I gradually became aware that a Hopi elder had come over to poke me on the shoulder with a finger. He handed me back my notebook and gestured for me to stand up. I did, turned, and saw that the sorcerer’s apprentice was gone. In a moment, I was gone, too. I slipped into the crowd and right back into a relative anonymity. People there no longer paid me any sort of special attention. Whatever the gantlet might’ve been that I had been compelled to run, I seemed to have made it all the way through. 

Or maybe I’d just ceased to be interest to anyone. Which was fine with me.

Yet I rather think that I lucked out that they didn’t let that cold old coot from the dump truck work on me.  Had that happened? I might’ve been a goner.

NEXT—A TOLL EXACTED

Soon, I was driving home to California, with a wee white buckskin bag holding a handful of Ron’s corn pollen beside me on the seat, right in the place where he’d sat as we’d traveled the dusty rez roads. Having it there felt much like having him riding along with me. I decided to stop at a roadside viewpoint that overlooked the Little Colorado River.

This sacred stream runs by a natural kiva, the Sipapu, the place of emergence of the Hopi into this world.

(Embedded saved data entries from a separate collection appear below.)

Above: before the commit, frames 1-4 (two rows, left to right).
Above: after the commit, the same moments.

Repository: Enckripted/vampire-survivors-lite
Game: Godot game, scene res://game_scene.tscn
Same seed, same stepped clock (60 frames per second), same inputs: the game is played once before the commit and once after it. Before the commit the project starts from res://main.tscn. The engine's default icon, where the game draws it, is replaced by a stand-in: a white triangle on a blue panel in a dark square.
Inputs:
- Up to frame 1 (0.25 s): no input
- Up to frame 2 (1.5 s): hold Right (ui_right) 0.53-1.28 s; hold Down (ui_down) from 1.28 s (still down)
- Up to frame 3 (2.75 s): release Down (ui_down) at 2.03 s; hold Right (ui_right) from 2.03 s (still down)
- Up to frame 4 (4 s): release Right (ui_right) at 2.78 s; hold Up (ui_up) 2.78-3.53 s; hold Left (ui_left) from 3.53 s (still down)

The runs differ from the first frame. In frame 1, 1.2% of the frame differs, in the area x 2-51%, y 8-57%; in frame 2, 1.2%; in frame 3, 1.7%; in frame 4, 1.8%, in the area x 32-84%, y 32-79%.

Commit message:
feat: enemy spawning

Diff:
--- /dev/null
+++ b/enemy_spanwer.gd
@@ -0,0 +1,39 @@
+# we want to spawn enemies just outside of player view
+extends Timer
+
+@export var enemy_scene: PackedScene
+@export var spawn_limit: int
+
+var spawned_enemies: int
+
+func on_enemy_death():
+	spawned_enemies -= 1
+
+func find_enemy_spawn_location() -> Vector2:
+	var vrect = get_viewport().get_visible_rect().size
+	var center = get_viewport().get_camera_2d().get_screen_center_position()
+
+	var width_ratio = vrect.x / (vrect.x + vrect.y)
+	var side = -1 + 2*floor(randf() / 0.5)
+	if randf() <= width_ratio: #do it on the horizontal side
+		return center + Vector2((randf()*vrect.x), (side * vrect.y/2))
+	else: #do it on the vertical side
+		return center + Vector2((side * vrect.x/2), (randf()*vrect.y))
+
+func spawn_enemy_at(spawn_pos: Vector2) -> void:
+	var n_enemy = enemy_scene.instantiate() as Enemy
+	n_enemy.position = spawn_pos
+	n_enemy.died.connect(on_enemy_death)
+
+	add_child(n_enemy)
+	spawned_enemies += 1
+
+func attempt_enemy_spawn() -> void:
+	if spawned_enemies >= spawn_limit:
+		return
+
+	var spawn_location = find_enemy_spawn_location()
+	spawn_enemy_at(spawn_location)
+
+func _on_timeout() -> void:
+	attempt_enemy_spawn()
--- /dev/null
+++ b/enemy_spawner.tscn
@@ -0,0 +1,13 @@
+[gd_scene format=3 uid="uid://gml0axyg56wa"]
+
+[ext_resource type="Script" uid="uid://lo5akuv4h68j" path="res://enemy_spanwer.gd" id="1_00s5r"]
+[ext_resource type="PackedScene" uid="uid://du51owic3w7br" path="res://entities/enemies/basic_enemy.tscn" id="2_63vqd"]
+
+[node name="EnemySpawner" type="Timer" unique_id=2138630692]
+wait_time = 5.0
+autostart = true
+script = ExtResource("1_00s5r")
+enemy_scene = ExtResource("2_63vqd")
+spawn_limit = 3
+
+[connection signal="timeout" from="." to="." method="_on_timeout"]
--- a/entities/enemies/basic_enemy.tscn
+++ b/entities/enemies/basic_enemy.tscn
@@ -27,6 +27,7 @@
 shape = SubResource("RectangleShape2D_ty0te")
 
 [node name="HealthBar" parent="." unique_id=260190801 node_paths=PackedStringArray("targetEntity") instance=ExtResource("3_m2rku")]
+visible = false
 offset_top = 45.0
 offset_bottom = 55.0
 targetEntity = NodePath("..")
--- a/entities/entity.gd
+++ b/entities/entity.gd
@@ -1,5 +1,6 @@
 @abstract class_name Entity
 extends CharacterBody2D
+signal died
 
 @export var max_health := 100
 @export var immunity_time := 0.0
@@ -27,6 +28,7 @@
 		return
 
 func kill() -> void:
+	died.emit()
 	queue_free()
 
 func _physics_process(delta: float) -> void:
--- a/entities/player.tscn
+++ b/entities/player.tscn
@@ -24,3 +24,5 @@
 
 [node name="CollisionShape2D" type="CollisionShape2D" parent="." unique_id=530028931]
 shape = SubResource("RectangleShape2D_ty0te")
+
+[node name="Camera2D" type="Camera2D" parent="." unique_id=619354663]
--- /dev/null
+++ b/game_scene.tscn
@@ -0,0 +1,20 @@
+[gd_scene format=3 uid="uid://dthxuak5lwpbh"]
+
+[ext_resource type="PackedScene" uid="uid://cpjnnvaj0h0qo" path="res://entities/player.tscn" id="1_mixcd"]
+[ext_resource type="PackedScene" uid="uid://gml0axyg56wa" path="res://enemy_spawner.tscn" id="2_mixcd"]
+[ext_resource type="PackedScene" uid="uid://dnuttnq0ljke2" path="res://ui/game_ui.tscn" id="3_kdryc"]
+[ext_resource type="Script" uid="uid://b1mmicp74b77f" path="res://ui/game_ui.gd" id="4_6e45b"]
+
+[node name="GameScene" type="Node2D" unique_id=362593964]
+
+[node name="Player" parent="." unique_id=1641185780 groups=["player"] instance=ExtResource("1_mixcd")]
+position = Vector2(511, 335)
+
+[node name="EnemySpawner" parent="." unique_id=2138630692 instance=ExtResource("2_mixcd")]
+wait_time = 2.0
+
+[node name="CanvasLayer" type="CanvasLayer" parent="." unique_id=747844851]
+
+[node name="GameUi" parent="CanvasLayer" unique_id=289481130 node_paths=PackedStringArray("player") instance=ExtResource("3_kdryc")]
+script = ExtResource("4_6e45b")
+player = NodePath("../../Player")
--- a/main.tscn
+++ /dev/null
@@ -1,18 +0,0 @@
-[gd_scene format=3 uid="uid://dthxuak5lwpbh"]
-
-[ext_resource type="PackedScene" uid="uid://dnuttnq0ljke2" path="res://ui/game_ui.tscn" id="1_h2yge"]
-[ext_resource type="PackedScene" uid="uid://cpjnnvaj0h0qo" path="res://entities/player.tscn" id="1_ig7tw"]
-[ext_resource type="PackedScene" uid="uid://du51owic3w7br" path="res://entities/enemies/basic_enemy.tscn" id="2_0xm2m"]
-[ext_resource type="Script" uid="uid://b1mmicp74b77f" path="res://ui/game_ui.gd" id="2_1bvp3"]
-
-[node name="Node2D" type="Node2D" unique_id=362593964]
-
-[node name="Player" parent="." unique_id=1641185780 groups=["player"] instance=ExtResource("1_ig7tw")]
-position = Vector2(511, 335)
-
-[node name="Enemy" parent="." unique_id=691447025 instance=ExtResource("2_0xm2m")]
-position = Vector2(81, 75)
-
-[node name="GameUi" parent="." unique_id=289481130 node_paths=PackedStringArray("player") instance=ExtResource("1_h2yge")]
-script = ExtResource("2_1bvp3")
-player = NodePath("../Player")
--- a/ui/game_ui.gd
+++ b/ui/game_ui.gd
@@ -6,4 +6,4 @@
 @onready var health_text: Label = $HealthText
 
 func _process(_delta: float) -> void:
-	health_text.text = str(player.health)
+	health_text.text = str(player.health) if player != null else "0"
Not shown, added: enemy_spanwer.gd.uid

The air was still, the pullout empty, I had the place to myself. I exited the truck cab, stood at the edge of the canyon, shut my eyes and thanked the powers that be for all that I’d learned, and the fact that I’d managed to come away unscathed.

Then I felt my cowboy hat lift off my head. A sudden and strong gust of wind had sprung out of nowhere to snatch it up. I watched that hat sail out over the Little Colorado’s canyon, and then plunge down into it. Briefly, I thought of vaulting the guardrail and attempting to chase it, but I instantly saw that any such effort would be useless. My hat had been taken far, far away. And although the blast of wind had fallen off as suddenly as it had arrived, I felt certain another gust could easily come. Especially if I tried to clamber down into the canyon to retrieve my lid.

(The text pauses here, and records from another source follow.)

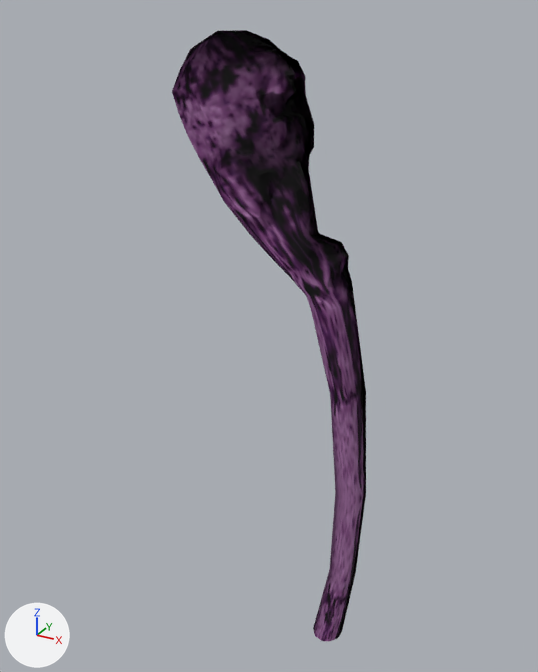
The glTF model public/assets/goldens/ps2_save-icons_silent-hill-4.glb: old version first, new version second.
Before and after are seen from a 50 mm camera at (1.65, -4.13, 4.45) aimed at (-0.69, 0.12, 2.32). Arrows for +X, +Y and +Z are at lower left; the lights stay in place. The picture after the commit comes second. Where no turn or scale is listed for an object, it has been applied to the vertices.

The first picture shows 'static.ico'.
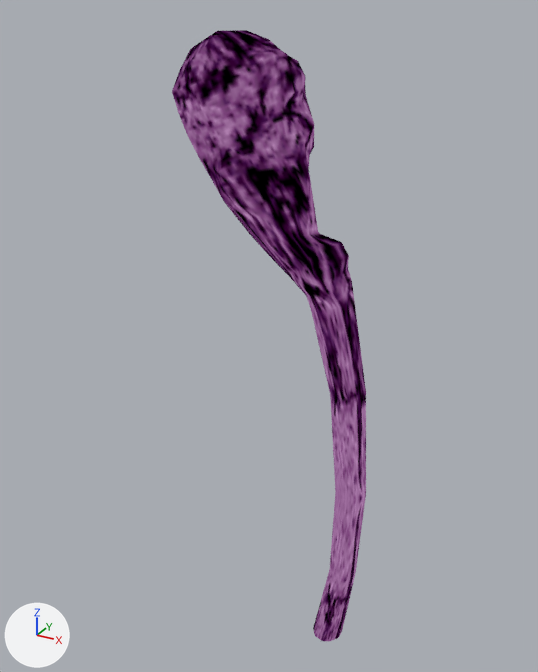
The change, as a diff of the scene's bpy script:
```diff
--- a/public/assets/goldens/ps2_save-icons_silent-hill-4.glb.py
+++ b/public/assets/goldens/ps2_save-icons_silent-hill-4.glb.py
@@ mat_ps2_icon @@
 mat_ps2_icon = bpy.data.materials.new('ps2-icon')
-# nodes: BsdfPrincipled, Mix, OutputMaterial, TexImage, VertexColor
+# nodes: BsdfTransparent, Emission, LightPath, Mix, MixShader, OutputMaterial, TexImage, VertexColor
 # uses the picture img_static_ico
```

Where the change shows, as pixel boxes (x1, y1, x2, y2) in the pictures (538 x 672 px):
'static.ico', recoloured (lighter)
    both: (172, 30, 366, 642)

Clowns always outrank the priests, I reminded myself.

A HIGH DESERT HARVEST

It’s difficult to say what I’d gained or achieved on this trip—and I do mean trip, in all three senses of the word! Or, maybe it’s just too personal. I don’t feel a great yen to try to describe my overall results in any detail. Perhaps that’s the real bar to revelation, here.

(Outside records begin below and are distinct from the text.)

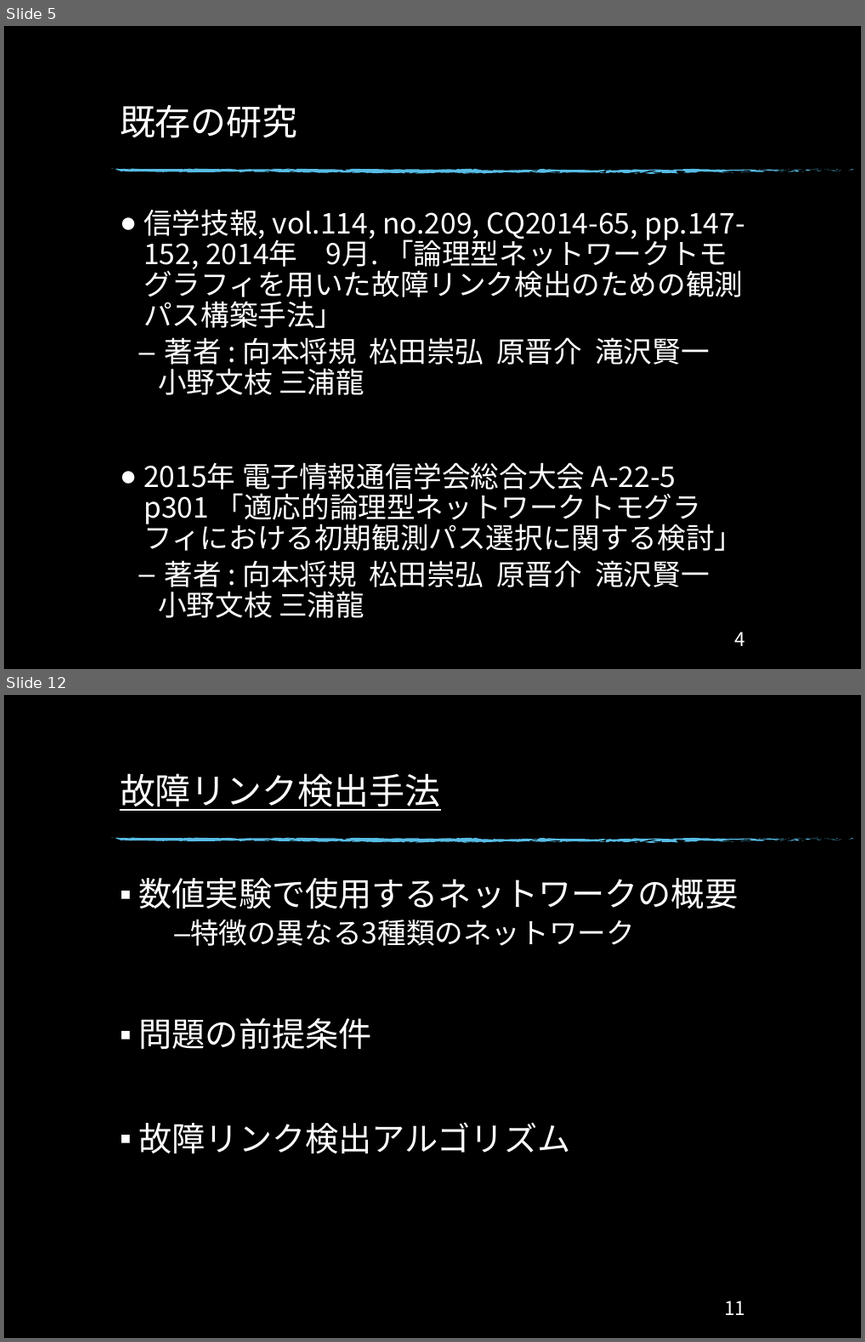
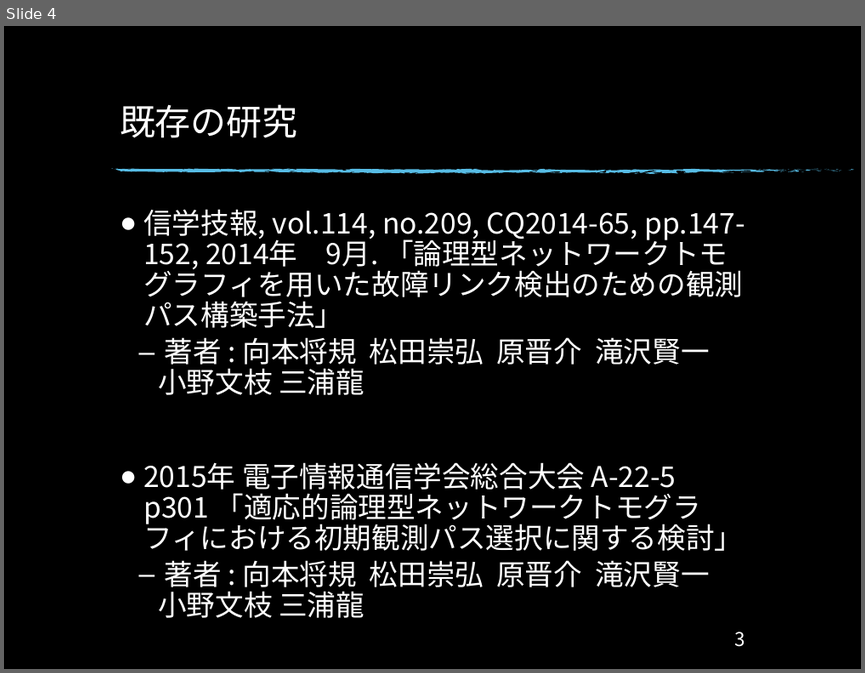
Before and after one commit to Ryo0021300/Monograph, a slide deck: Monograph/卒研発表_34.pptx. Shown one above the other, each under a label of ours: slides 5 and 12 before the commit, slide 4 after it; the slides between them are not shown. The pictures are 865x1342 and 865x673 pixels, drawn with LibreOffice and Linux fonts; fonts in the diff are those of the drawing; background and template pictures are left out. Boxes give left, top, right and bottom in pixels: in the first picture for what was removed or moved away, otherwise in the second. Text is boxed around its words. In the diff, an @@ line names an element or a change of style, - is before the commit and + after.

```diff
--- a/Monograph/卒研発表_34.pptx
+++ b/Monograph/卒研発表_34.pptx
@@ slide 12 removed at (4,695,861,1338), background picture (left out); not listed: 74 template elements that a slide beside it also shows @@
@@ title removed at (120,773,441,811) @@
-故障リンク検出手法
@@ text removed at (139,878,738,1153) @@
-▪ 数値実験で使用するネットワークの概要
-      – 特徴の異なる3種類のネットワーク
-▪ 問題の前提条件
-▪ 故障リンク検出アルゴリズム
@@ page number removed at (724,1300,745,1315) @@
-11
@@ what was slide 5 is now slide 4 @@
@@ page number at (735,631,745,646): text changed @@
-4
+3
```
Also in this commit, not shown: 13 slides changed, 1 slide added, 6 other slides removed, 7 other files.

Yet I can say that whatever it may be has served and fueled my life and work in all subsequent seasons. It’s helped me in environmental activism and in performing green journalism, in appreciating natural health, and relating to wildlife as well as communicating and sharing my stuff with indigenous folk.

I feel grateful to Ron, naturally. Nothing could or would’ve happened for me in Arizona without that man’s openness, generosity, and sponsorship. Yet I’d not call my results a direct gift from any one individual or group. It was a harvest from the total experience. I’d named an esoteric goal, then pursued it headlong. That had produced value, just in and of itself. Plus, my time on the rez had taken me a step or two nearer a sense of kinship with other peoples.

A place on Earth that had once seemed foreign and far-off to me now no longer did, not quite so much.

A spirit imbues and flows through all being, a phenom I’ve come to recognize and acknowledge. Always—and in all ways—I intend to beckon, court and nurture it as fully as I can. If there’s any sort of constant or consistent theme to this activity, it can be found in a phrase by the poet and seer Robinson Jeffers, “not man apart.”